Bueno, lo cierto es que, en palabras del Secretario de Hacienda, las finanzas de México están sintiendo la presión de los aumentos en los costos de financiamiento de las mega obras de infraestructura promovidas por el gobierno, a medida que los plazos para concluirlas se acumulan hacia el final del sexenio, y eso, en un entorno de inflación y nulo crecimiento, nos hace ver una economía sin pies ni cabeza.

DE FORMA: Como señalamos en nuestro comentario en el noticiero Poder Edomex del viernes, los banqueros centrales del mundo -la mayoría- se reunieron en Jackson Hole,Wyoming, USA. El foro anual se cimbró con la declaración de Jay Powel, presidente de la FED, que, contra unos tibios pronósticos, aseguró, que, por un tiempo, habrá dolor, sí o sí, y las Bolsas internacionales cayeron anticipando subidas de tipos de interés más amplias de las previstas en la próxima reunión del banco central estadounidense en septiembre, lo que presagia menos crecimiento y un mercado laboral más débil.

DEFORME: El presidente de la FED fue contundente al advertir este viernes de que, ante la disyuntiva de elegir entre el dolor mayor que provocaría una inflación todavía más descontrolada, y otro menor, el que infligiría a familias y empresas una política monetaria más dura, elegirá la segunda opción. Parece que, como predijeron una estanflación, se empeñarán en que ocurra. Aunque el consumo se defienda como gato boca arriba.

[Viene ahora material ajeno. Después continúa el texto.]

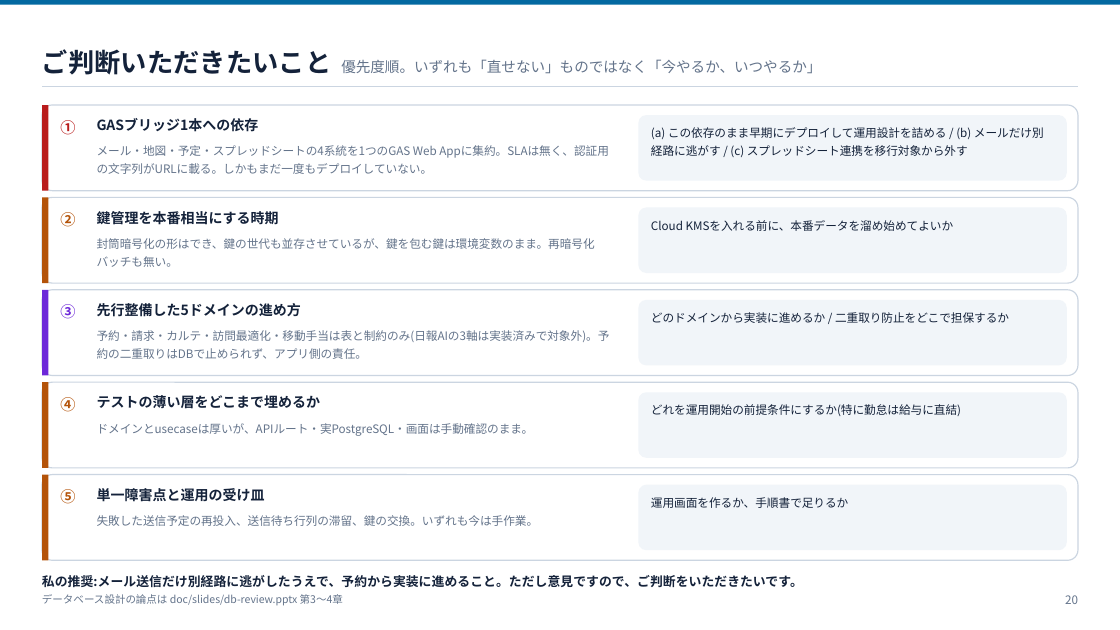
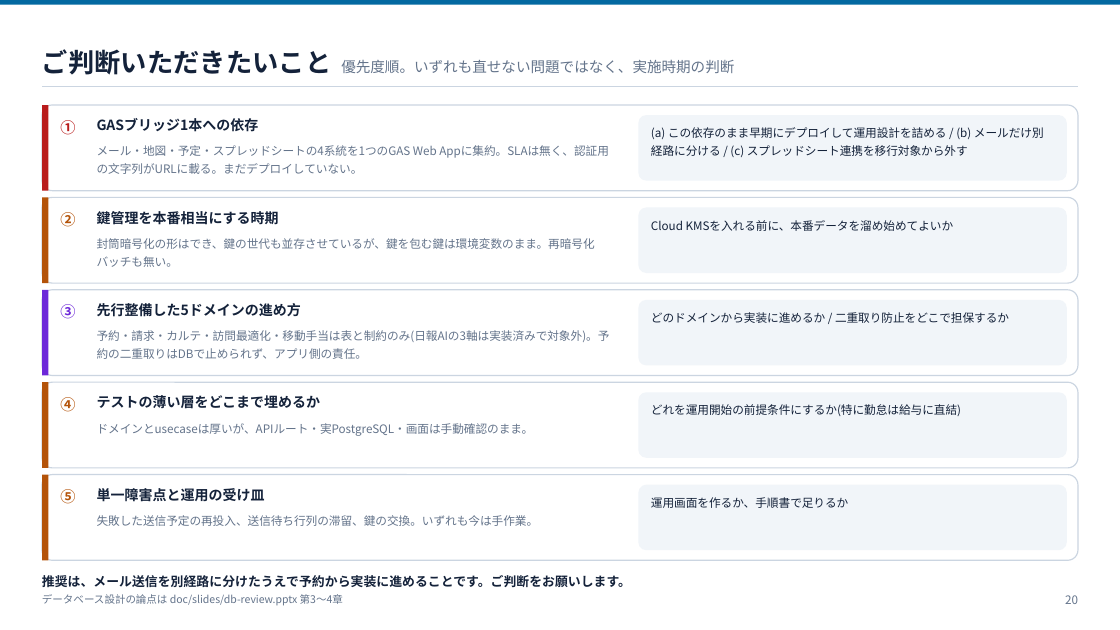
Before and after one commit to ohru131/katahimo-app, a slide deck: slide 20 of doc/slides/architecture.pptx. Drawn at 1120x630 pixels with LibreOffice and Linux fonts; fonts in the diff are those of the drawing. Boxes give left, top, right and bottom in pixels: in the first picture for what was removed or moved away, otherwise in the second. Text is boxed around its words. In the diff, an @@ line names an element or a change of style, - is before the commit and + after.

Commit message:
スライドの文言を、誇張や演出のない自然な日本語に直す (#23)
doc/slides の3資料(architecture / db-review / db-for-business)を生成する
scripts/slides/*.py の文字列を見直し、強調語・自己言及・標語・擬人化・
強調目的の「」を取り除いた。内容・数値・参照ラベルは不変。pptx を再生成し、
枚数(21 / 30 / 54)が変わらないことを確認。

```diff
--- a/doc/slides/architecture.pptx
+++ b/doc/slides/architecture.pptx
@@ text at bbox=[42, 49, 734, 75]: text changed @@
-ご判断いただきたいこと 優先度順。いずれも「直せない」ものではなく「今やるか、いつやるか」
+ご判断いただきたいこと 優先度順。いずれも直せない問題ではなく、実施時期の判断
@@ text at bbox=[97, 145, 609, 174]: text changed @@
-メール・地図・予定・スプレッドシートの4系統を1つのGAS Web Appに集約。SLAは無く、認証用の文字列がURLに載る。しかもまだ一度もデプロイしていない。
+メール・地図・予定・スプレッドシートの4系統を1つのGAS Web Appに集約。SLAは無く、認証用の文字列がURLに載る。まだデプロイしていない。
@@ text at bbox=[651, 127, 1044, 157]: text changed @@
-(a) この依存のまま早期にデプロイして運用設計を詰める / (b) メールだけ別経路に逃がす / (c) スプレッドシート連携を移行対象から外す
+(a) この依存のまま早期にデプロイして運用設計を詰める / (b) メールだけ別経路に分ける / (c) スプレッドシート連携を移行対象から外す
@@ text at bbox=[42, 575, 631, 588]: text changed @@
-私の推奨:メール送信だけ別経路に逃がしたうえで、予約から実装に進めること。ただし意見ですので、ご判断をいただきたいです。
+推奨は、メール送信を別経路に分けたうえで予約から実装に進めることです。ご判断をお願いします。
```
Also in this commit, not shown: 18 other slides changed, 6 other files.

DE FONDO: Retomo y recuerdo al gran autor húngaro Sandor Márai (1900-1989). Su obra es imprescindible, impecable y dramáticamente descriptiva. En uno de sus libros: “Lo que no quise decir” (1949, al borde del autoexilio), habla de una Hungría en donde “todavía no había guerra, pero lo que había ya no era paz”.

Aunque lo tenía presente, un extraordinario artículo de Linda Atach Zaga (“El Economista”, 16 de agosto) nos sintetiza como Márai explica la agitación social propiciada por la prensa afiliada al nazismo para sembrar el odio a la burguesía. Primero había que descalificar a los supuestos enemigos con un tono burlón, irónico y despectivo, luego mezclar y confundir argumentos “científicos”, e “históricos” recopilados por “expertos” y finalmente usar generalidades tipo “anti demócrata” o “enemigo de la nación”. Esto, señala la autora, suena familiar y asusta, y concluye: “No lo olvidemos. Sandor Márai vivió en un país invadido. Nosotros en cambio, vivimos en una democracia y tenemos el derecho a disentir.